Business Formation | Choosing the Best Business Structure for Your Company
The decision to start a new business in Northern California is a major accomplishment, but it is only the beginning. Choosing the best way to structure your new business can have as much of an impact on your success as what type of products or services you are offering. This is true for both for-profit companies and nonprofit organizations. Our law firm has successfully helped many eager entrepreneurs navigate the business formation process.
As a business owner, you can potentially be exposed to the debts and liabilities related to your business. Choosing the right business entity and formally registering your company can help to limit your personal exposure. There are many types of business entities available for your new business, and hiring an experienced business formation attorney is the best way to choose the best business structure for you.
Business Entities for Startups and Entrepreneurs
There are many types of business entities available to structure your business. Each business structure provides unique benefits and limitations. Our business attorneys will provide you with the best legal advice to decide which business entity is right for you. The most common for-profit types of business entities are described below.
As the name suggests, a sole proprietorship is a business owned and run by one person. The benefits of choosing a sole proprietorship for your business formation are the low costs and ease of setup. If the business name is the same as your name, there are very few legal forms you will need to file depending on your industry. The disadvantages of choosing to use a sole proprietorship for your business entity primarily revolve around your liability. As an unincorporated business, there is no legal separation between yourself and the company. You are personally liable for all activities related to the business, including all expenses, debts, and business tax obligations.

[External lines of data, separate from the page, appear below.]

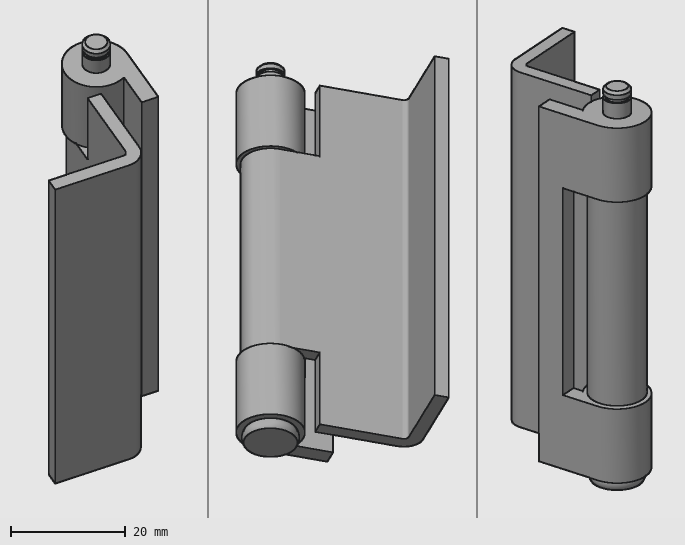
import cadquery as cq

leaf_height = 69.95
end_knuckle_height = 14.6
knuckle_gap = 0.2
notch_edge_x = 7.3

end_knuckle_radius = 6.0
plain_leaf_thickness = 3.25
plain_leaf_end_x = 12.4

middle_knuckle_radius = 5.25
bent_leaf_thickness = 2.6
bend_inner_radius = 0.9
overall_width = 32.0
overall_depth = 26.6
flange_outer_x = overall_width - end_knuckle_radius
flange_end_y = end_knuckle_radius - overall_depth
middle_knuckle_bottom = end_knuckle_height + knuckle_gap
middle_knuckle_top = leaf_height - end_knuckle_height

overall_height = 77.2
pin_radius = 2.5
head_radius = 5.0
head_height = 2.1
head_bulge = 0.3
pin_top = overall_height - head_height
pin_chamfer = 0.55
groove_radius = 2.1
groove_width = 0.7
groove_top = pin_top - 1.5


def cylinder(radius, bottom, top):
    """Cylinder on the hinge axis."""
    return cq.Workplane("XY").workplane(offset=bottom).circle(radius).extrude(top - bottom)


def block(x_range, y_range, z_range):
    """Axis-aligned box between pairs of coordinates."""
    (x0, x1), (y0, y1), (z0, z1) = x_range, y_range, z_range
    return cq.Workplane("XY").box(x1 - x0, y1 - y0, z1 - z0, centered=False).translate((x0, y0, z0))


def make_plain_leaf():
    """Flat leaf tangent to the +Y side of its two end knuckles."""
    y_range = (end_knuckle_radius - plain_leaf_thickness, end_knuckle_radius)
    leaf = block((notch_edge_x, plain_leaf_end_x), y_range, (0, leaf_height))
    for bottom in (0, leaf_height - end_knuckle_height):
        top = bottom + end_knuckle_height
        leaf = leaf.union(cylinder(end_knuckle_radius, bottom, top))
        leaf = leaf.union(block((0, notch_edge_x), y_range, (bottom, top)))
    return leaf.cut(cylinder(pin_radius, 0, leaf_height))


def make_bent_leaf():
    """L-shaped leaf tangent to the -Y side of its middle knuckle."""
    outside_y = bent_leaf_thickness - middle_knuckle_radius
    inside_y = -middle_knuckle_radius
    inside_x = flange_outer_x - bent_leaf_thickness
    bend_outer_radius = bend_inner_radius + bent_leaf_thickness
    bend_x = inside_x - bend_inner_radius
    bend_y = inside_y - bend_inner_radius
    leaf = (
        cq.Workplane("XY")
        .moveTo(notch_edge_x, inside_y)
        .lineTo(bend_x, inside_y)
        .radiusArc((inside_x, bend_y), bend_inner_radius)
        .lineTo(inside_x, flange_end_y)
        .lineTo(flange_outer_x, flange_end_y)
        .lineTo(flange_outer_x, bend_y)
        .radiusArc((bend_x, outside_y), -bend_outer_radius)
        .lineTo(notch_edge_x, outside_y)
        .close()
        .extrude(leaf_height)
    )
    z_range = (middle_knuckle_bottom, middle_knuckle_top)
    leaf = leaf.union(cylinder(middle_knuckle_radius, *z_range))
    leaf = leaf.union(block((0, notch_edge_x), (inside_y, outside_y), z_range))
    return leaf.cut(cylinder(pin_radius, *z_range))


def make_pin():
    """Pin with a barrel-shaped head below and a retaining-ring groove near its chamfered top."""
    head_face_radius = head_radius - head_bulge
    head = (
        cq.Workplane("XZ")
        .moveTo(0, -head_height)
        .lineTo(head_face_radius, -head_height)
        .threePointArc((head_radius, -head_height / 2), (head_face_radius, 0))
        .lineTo(0, 0)
        .close()
        .revolve(360, (0, 0, 0), (0, 1, 0))
    )
    shank = cylinder(pin_radius, 0, pin_top).faces(">Z").chamfer(pin_chamfer)
    groove_bottom = groove_top - groove_width
    groove = cylinder(pin_radius, groove_bottom, groove_top).cut(
        cylinder(groove_radius, groove_bottom, groove_top)
    )
    return head.union(shank).cut(groove)


plain_leaf = make_plain_leaf()
bent_leaf = make_bent_leaf()
pin = make_pin()

result = cq.Compound.makeCompound([plain_leaf.val(), bent_leaf.val(), pin.val()])

A General Partnership is a similar business entity to a sole proprietorship. The primary difference is that a general partnership requires two or more people conducting business as co-owners. The partnership can be automatically started when the partners work in concert with each other for the purpose of doing business or through drafting a partnership agreement. There are a few additional legal documents that need to be filed for a general partnership. These legal forms can include a fictitious business name, federal tax ID, and business license. While a general partnership is relatively easy and inexpensive to set up, there are disadvantages with this type of business formation. The liability of each partner is unlimited, not only for the partner’s own contribution to the business or individual actions, but those of the other partners as well. Like a sole proprietorship, these obligations can include, but are not limited to:
- Ownership of all expenses
- Responsibility of accrued debts
- Business taxes brought on to the company by any of the partners
This makes a general partnership a risky business entity. Additionally, if one partner leaves the business, the partnership is dissolved and a new business entity will need to be created.

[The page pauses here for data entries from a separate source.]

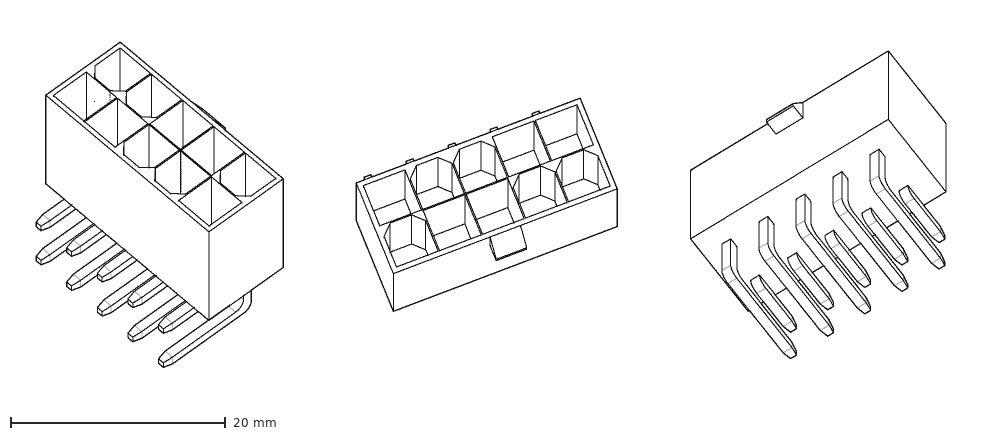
import cadquery as cq

body_width = 22.4
body_depth = 9.43
body_height = 13.0
back_y = body_depth / 2
front_y = -body_depth / 2

columns = 5
rows = 2
cavity_size = 4.17
column_wall = 0.13
row_wall = 0.11
cavity_depth = 10.0
cavity_corner_cut = 1.0
column_pitch = cavity_size + column_wall
row_pitch = cavity_size + row_wall
keyed_cavities = {(0, 1), (1, 1), (4, 1), (2, 0), (3, 0)}

latch_width = 3.05
latch_reach = 1.57
latch_height = 2.93
latch_lip = 0.45

pin_size = 1.0
pin_row_span = 16.8
pin_pitch = pin_row_span / (columns - 1)
pin_shift = 0.22
pin_overhang = 3.7
pin_bend_radius = 1.0
pin_embed = 1.0
tip_length = 0.99
tip_size = 0.67
back_leg_inset = 2.13
front_leg_inset = 6.83
back_pin_drop = 6.0
front_pin_drop = pin_size
pin_end_y = front_y - pin_overhang


def make_cavity(column, row):
    """Square cavity; a keyed one has its two front corners cut off."""
    x = (column - (columns - 1) / 2) * column_pitch
    y = (row - (rows - 1) / 2) * row_pitch
    cavity = cq.Workplane("XY").box(cavity_size, cavity_size, cavity_depth, centered=(True, True, False))
    if (column, row) in keyed_cavities:
        cavity = cavity.faces("<Y").edges("|Z").chamfer(cavity_corner_cut)
    return cavity.translate((x, y, body_height - cavity_depth))


def make_latch():
    """Ramp that widens downwards from the top edge and ends in a flat ledge."""
    ledge_z = body_height - latch_height
    return (
        cq.Workplane("YZ")
        .moveTo(back_y, body_height)
        .lineTo(back_y + latch_reach, ledge_z + latch_lip)
        .lineTo(back_y + latch_reach, ledge_z)
        .lineTo(back_y, ledge_z)
        .close()
        .extrude(latch_width / 2, both=True)
    )


def make_pin(leg_inset, drop):
    """L-shaped pin at X = 0: a leg down from the housing, a bend and a tapered end towards -Y."""
    rear_y = back_y - leg_inset
    bottom_z = -drop
    top_z = bottom_z + pin_size
    shank_end_y = pin_end_y + tip_length
    shank = (
        cq.Workplane("YZ")
        .moveTo(rear_y, pin_embed)
        .lineTo(rear_y, bottom_z)
        .lineTo(shank_end_y, bottom_z)
        .lineTo(shank_end_y, top_z)
        .lineTo(rear_y - pin_size, top_z)
        .lineTo(rear_y - pin_size, pin_embed)
        .close()
        .extrude(pin_size / 2, both=True)
    )
    outer_corner = cq.selectors.NearestToPointSelector((0, rear_y, bottom_z))
    shank = shank.edges("|X").edges(outer_corner).fillet(pin_bend_radius)
    if top_z < 0:
        inner_corner = cq.selectors.NearestToPointSelector((0, rear_y - pin_size, top_z))
        shank = shank.edges("|X").edges(inner_corner).fillet(pin_bend_radius)
    tip = (
        cq.Workplane("XZ", origin=(0, shank_end_y, (bottom_z + top_z) / 2))
        .rect(pin_size, pin_size)
        .workplane(offset=tip_length)
        .rect(tip_size, tip_size)
        .loft(ruled=True)
    )
    return shank.union(tip)


housing = cq.Workplane("XY").box(body_width, body_depth, body_height, centered=(True, True, False))
for column in range(columns):
    for row in range(rows):
        housing = housing.cut(make_cavity(column, row))

result = housing.union(make_latch())
for leg_inset, drop in ((back_leg_inset, back_pin_drop), (front_leg_inset, front_pin_drop)):
    pin = make_pin(leg_inset, drop)
    for column in range(columns):
        pin_x = pin_shift + (column - (columns - 1) / 2) * pin_pitch
        result = result.union(pin.translate((pin_x, 0, 0)))

A C Corporation, also referred to as a C Corp, is a separate legal entity from the owners. The owners of the corporation are referred to as stockholders or shareholders. There are many benefits for choosing a C Corp for your business entity. The C Corporation is responsible for its own debts and obligations. Additionally, this business type has perpetual existence, meaning the corporation will continue to exist even if all its owners leave or die. Additional owners or investors can be brought into the corporation by issuing shares of various forms with various preferences. This business structure separates the ownership and management of the company with a very structured governance. The stockholders elect directors who are responsible for making the business decisions for the corporation. This separation, gives a C Corp the ability to shield each owner from personal liability. This benefit, alongside ease of transferring ownership, make a C Corp a preferred business entity for venture capital funds and passive investors alike. However, a C Corporation functions as a separate taxable entity which presents the biggest disadvantage. Earnings are taxed twice, also referred to as double taxation, once at the entry-level and once at the stockholder-level on dividends. The process for forming a C Corporation requires the creation and filing of more legal documents than a sole proprietorship or general partnership, both for the creation of the corporation and ongoing. The best way to ensure the C Corp is properly formed is by seeking legal advice from an experienced business formation attorney.
An S Corporation, also referred to as an S Corp or an IRS subchapter-S, is very similar to a C Corporation. The S Corporation’s main benefit is how the business tax plan is structured. The corporation has a flow-through tax structure where income is only taxed once at the shareholders disbursement. There are some limitations of a S Corporation business structure. The total number of shareholders are limited to 100. Shareholders must be either individuals, certain tax-exempt organizations and trusts. This can pose a problem for many funds to invest in the business as they usually do not fall within these constraints. Additionally, the corporation can only issue one class of stock to investors. The corporation cannot offer cheaper stock to employees and preferred stock to investors. Like a C Corp, forming an S Corp requires the creation and filing of many legal documents, both for the creation of the corporation and ongoing. Seeking legal advice from an experienced business formation attorney is the best way to ensure the S Corp is properly formed. This is where we can help you.
Limited Liability Partnership (LLP)
A Limited Liability Partnership, or LLP, is a variation of a general partnership. The LLP consists of general partners and limited partners. The general partners manage the business and are liable for all debts and obligations. The limited partners usually contribute capital and only assume limited liability. A LLP is a popular choice of entity for partnerships where one or more partners want to retain control of the business decisions but would like to bring on additional investors. All partners benefit from a flow-through tax structure where each partner is taxed individually. With an LLP, you want to make certain that there is a solid, legally binding partnership agreement in place. An experienced LLP business formation law office can provide you with the legal advice and guidance in setting up your LLP.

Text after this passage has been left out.